Hasty Scripts: Box Edit Log Parser

How often are you tasked with reviewing large data sets in less than ideal (or even terrible) formats? Everyone has likely had to review logs containing many tens of thousands of lines at one point or another. We may not have time or budget (or patience) to review every line in a text editor. What do you do?

It would be preferable to process each line, breaking it up into discrete elements, and storing the data in a spreadsheet. We can all flex our Excel muscles at that point and review a seemingly daunting data set in short order. Great, but we need to convert it to that format first. Let’s develop an example that processes logs, extracts relevant data elements, and creates a spreadsheet for review. Even with the time spent to develop the script, it will massively decrease the overall amount of time necessary to understand and analyze the data.

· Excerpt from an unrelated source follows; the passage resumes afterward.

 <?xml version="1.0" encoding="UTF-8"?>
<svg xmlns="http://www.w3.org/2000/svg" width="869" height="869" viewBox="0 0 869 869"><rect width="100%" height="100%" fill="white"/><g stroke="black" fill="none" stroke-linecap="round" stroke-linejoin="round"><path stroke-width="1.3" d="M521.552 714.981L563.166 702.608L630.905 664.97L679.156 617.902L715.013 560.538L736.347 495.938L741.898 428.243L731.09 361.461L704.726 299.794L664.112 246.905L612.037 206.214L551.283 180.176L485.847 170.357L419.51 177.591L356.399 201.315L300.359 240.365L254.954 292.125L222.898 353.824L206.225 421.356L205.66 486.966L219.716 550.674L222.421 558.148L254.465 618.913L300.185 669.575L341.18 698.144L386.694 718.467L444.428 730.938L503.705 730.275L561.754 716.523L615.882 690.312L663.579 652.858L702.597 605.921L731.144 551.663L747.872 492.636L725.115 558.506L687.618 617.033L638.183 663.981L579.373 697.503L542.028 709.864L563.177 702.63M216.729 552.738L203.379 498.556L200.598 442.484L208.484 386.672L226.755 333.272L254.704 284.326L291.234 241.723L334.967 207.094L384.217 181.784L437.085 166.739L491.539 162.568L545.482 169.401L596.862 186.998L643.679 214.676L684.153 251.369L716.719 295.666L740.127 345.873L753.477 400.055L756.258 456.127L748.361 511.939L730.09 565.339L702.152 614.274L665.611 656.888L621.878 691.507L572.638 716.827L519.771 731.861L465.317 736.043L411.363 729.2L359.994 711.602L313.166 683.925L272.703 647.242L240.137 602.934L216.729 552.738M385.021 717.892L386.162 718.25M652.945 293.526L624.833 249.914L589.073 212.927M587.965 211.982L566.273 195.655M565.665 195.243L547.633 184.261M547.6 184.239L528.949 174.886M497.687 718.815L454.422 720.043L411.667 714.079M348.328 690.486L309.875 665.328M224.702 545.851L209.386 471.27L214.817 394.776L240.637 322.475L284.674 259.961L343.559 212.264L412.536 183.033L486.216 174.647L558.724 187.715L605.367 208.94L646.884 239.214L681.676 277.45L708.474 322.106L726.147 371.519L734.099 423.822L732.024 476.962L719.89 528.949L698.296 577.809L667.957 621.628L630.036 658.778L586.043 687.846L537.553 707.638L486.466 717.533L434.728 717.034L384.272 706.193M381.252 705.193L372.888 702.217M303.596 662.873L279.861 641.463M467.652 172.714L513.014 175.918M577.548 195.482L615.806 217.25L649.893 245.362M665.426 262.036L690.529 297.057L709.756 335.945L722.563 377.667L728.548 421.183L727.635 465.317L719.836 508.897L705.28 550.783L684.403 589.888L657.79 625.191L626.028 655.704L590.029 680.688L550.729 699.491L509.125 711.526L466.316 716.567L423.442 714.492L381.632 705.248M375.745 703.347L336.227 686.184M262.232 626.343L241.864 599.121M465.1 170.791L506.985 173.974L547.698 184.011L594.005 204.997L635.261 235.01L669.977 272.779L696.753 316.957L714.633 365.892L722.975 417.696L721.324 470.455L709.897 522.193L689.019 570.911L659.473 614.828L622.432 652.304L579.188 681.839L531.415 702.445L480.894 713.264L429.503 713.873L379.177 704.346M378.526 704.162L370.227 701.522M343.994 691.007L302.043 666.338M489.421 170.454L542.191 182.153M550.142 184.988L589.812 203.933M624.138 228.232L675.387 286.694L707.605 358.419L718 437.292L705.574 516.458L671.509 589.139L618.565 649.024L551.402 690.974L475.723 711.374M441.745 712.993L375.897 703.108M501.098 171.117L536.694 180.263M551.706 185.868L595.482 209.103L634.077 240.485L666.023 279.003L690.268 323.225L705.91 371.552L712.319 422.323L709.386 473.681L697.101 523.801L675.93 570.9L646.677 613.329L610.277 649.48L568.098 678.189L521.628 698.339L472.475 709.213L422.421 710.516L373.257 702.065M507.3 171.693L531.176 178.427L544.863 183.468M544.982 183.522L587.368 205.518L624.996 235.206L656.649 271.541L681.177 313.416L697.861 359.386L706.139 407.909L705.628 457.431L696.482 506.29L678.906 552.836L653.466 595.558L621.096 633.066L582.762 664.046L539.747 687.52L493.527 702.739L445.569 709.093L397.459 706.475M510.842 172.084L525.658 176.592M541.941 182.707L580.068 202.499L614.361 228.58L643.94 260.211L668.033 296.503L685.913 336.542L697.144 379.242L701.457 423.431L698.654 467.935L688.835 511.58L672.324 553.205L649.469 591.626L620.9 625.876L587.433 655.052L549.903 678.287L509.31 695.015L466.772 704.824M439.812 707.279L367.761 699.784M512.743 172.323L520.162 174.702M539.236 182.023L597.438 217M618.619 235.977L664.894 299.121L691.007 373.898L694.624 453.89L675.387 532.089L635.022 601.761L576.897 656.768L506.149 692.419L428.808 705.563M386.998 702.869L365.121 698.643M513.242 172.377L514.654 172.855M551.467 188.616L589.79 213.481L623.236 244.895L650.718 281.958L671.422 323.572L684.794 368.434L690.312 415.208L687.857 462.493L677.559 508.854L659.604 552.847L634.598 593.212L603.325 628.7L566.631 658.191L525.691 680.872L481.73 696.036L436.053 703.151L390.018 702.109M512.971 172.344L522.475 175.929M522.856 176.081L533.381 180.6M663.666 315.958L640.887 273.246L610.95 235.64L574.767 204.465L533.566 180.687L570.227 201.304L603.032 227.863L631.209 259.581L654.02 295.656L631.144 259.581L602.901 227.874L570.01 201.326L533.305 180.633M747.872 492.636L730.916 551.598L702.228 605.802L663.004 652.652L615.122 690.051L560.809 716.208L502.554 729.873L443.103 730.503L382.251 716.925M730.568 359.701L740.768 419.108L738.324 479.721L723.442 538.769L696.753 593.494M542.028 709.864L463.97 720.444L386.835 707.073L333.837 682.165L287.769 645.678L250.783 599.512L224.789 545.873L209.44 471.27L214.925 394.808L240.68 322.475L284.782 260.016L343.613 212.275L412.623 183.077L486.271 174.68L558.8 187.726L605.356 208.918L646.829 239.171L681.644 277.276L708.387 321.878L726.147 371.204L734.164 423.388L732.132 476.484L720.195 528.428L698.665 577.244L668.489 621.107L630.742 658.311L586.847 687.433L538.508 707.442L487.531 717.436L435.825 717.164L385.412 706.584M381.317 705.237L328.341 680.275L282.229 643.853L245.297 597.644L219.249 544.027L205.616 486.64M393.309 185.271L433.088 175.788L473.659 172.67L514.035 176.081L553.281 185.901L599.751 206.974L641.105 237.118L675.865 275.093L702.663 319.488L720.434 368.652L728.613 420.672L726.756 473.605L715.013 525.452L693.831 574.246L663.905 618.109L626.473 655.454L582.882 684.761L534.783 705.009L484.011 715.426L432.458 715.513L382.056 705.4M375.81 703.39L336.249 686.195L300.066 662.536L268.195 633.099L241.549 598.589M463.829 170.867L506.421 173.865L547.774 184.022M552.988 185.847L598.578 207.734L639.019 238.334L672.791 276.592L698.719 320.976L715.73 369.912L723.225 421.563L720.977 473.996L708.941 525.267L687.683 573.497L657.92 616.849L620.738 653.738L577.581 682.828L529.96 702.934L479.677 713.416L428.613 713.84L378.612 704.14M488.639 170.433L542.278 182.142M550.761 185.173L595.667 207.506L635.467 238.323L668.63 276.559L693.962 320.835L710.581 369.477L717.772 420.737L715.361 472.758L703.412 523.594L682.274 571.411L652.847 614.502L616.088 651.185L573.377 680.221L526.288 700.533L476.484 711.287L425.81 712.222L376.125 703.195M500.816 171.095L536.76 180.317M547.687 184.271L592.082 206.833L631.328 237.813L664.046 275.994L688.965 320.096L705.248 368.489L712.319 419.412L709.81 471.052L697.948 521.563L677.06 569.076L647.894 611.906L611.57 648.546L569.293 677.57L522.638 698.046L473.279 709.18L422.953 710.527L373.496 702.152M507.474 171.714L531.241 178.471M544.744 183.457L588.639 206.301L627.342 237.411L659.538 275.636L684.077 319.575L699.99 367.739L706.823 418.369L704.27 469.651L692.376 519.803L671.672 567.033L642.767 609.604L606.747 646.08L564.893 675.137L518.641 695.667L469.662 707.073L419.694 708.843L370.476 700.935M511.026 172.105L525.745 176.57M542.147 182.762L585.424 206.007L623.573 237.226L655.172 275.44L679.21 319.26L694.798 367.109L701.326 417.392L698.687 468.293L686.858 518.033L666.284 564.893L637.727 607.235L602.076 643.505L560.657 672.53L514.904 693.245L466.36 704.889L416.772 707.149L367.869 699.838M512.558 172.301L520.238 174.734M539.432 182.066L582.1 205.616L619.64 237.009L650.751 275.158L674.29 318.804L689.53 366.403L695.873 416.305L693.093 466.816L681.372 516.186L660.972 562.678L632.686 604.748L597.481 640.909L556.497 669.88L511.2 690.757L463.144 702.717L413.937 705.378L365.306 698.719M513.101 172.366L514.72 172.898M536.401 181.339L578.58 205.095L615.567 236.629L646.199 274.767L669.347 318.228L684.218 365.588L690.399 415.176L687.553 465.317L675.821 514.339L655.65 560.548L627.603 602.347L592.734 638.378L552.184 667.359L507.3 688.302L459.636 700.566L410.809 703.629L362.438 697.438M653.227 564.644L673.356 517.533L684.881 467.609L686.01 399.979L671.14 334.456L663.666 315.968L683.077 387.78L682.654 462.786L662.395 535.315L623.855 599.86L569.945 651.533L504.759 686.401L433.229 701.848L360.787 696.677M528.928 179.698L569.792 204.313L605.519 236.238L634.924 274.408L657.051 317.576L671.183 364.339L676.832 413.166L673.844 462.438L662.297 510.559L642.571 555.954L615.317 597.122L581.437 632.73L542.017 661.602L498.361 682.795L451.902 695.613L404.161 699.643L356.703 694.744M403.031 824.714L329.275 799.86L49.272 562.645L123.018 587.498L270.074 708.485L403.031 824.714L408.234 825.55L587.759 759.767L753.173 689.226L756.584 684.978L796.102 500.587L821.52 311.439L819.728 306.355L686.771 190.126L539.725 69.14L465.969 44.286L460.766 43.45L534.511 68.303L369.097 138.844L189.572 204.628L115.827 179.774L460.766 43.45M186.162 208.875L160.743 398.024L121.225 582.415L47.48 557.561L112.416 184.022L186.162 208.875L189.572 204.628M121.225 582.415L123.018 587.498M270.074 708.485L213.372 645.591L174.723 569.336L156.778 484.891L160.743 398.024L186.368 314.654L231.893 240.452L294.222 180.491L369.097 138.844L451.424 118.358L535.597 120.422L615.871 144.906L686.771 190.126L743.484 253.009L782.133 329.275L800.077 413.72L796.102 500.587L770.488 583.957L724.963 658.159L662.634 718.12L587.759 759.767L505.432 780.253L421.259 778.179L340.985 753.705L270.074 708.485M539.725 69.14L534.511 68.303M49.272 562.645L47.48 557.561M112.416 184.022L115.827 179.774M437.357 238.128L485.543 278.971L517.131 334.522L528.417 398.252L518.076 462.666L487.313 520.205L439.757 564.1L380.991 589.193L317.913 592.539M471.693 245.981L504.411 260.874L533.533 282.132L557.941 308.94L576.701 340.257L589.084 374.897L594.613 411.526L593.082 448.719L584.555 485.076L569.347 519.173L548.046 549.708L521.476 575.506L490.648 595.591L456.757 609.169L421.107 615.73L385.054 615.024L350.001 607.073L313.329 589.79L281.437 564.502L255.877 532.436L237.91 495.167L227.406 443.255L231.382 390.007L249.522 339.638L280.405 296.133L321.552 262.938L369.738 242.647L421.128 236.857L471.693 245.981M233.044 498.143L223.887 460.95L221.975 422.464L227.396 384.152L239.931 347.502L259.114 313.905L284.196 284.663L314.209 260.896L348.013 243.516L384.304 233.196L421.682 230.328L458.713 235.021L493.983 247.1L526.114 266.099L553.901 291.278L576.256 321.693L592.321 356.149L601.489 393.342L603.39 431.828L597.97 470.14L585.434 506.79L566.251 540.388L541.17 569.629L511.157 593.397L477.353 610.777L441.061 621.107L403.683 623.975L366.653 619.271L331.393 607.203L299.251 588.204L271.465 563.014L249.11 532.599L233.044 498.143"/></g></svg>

This post is an extension of the previous posts on Box. We will create a python parser for the Box Edit logs previously discussed. This is an example of how to create a parser for log files in thirty minutes or less. It may not work on different versions of Box Edit, but that’s not the point, instead it serves as an example of how to go about converting this particular data set. The unabridged code for this script can be found on the Box Edit Github repository.

Box Edit Log Example

For review, the Box Edit log(s) can be found in the following directory: C:\Users[User]\AppData\Local\Box\Box Edit\Logs. This log keeps track of, among other things, when the application was launched, what files were edited, and if any changes were made to them and uploaded successfully. The photo below is an example of the log showing three separate files being opened with Box Edit. Each of the numbered events are lines we want to capture in our script. They tell us when a file was opened and, if edits were made, and when the file was saved and uploaded to Box.

box_edit_log_example

Notice how each line in this log has a similar structure: four groupings of square brackets, followed by a dash, and a string. If we wanted to, we could create a script to put each of these data elements (the four groups of square brackets and the string) in their own columns so we can sort through the data. In some cases that might be the preferred means of analyzing the data. However, for this particular case, I think it would be more beneficial to just extract some of the relevant lines in the log to create a summary of the data set.

Let’s say we want to review all Box Edit logs and determine what files were edited and if and when they were uploaded. In this case, we want to extract all lines that contain “Launching Editor for file” and “File uploaded successfully”. With just these lines, we will be able to summarize the Box Edit activity for our scenario. In essence, we are performing both filtering and processing steps at once with Python. Let’s take a look at how we will do that in the section below.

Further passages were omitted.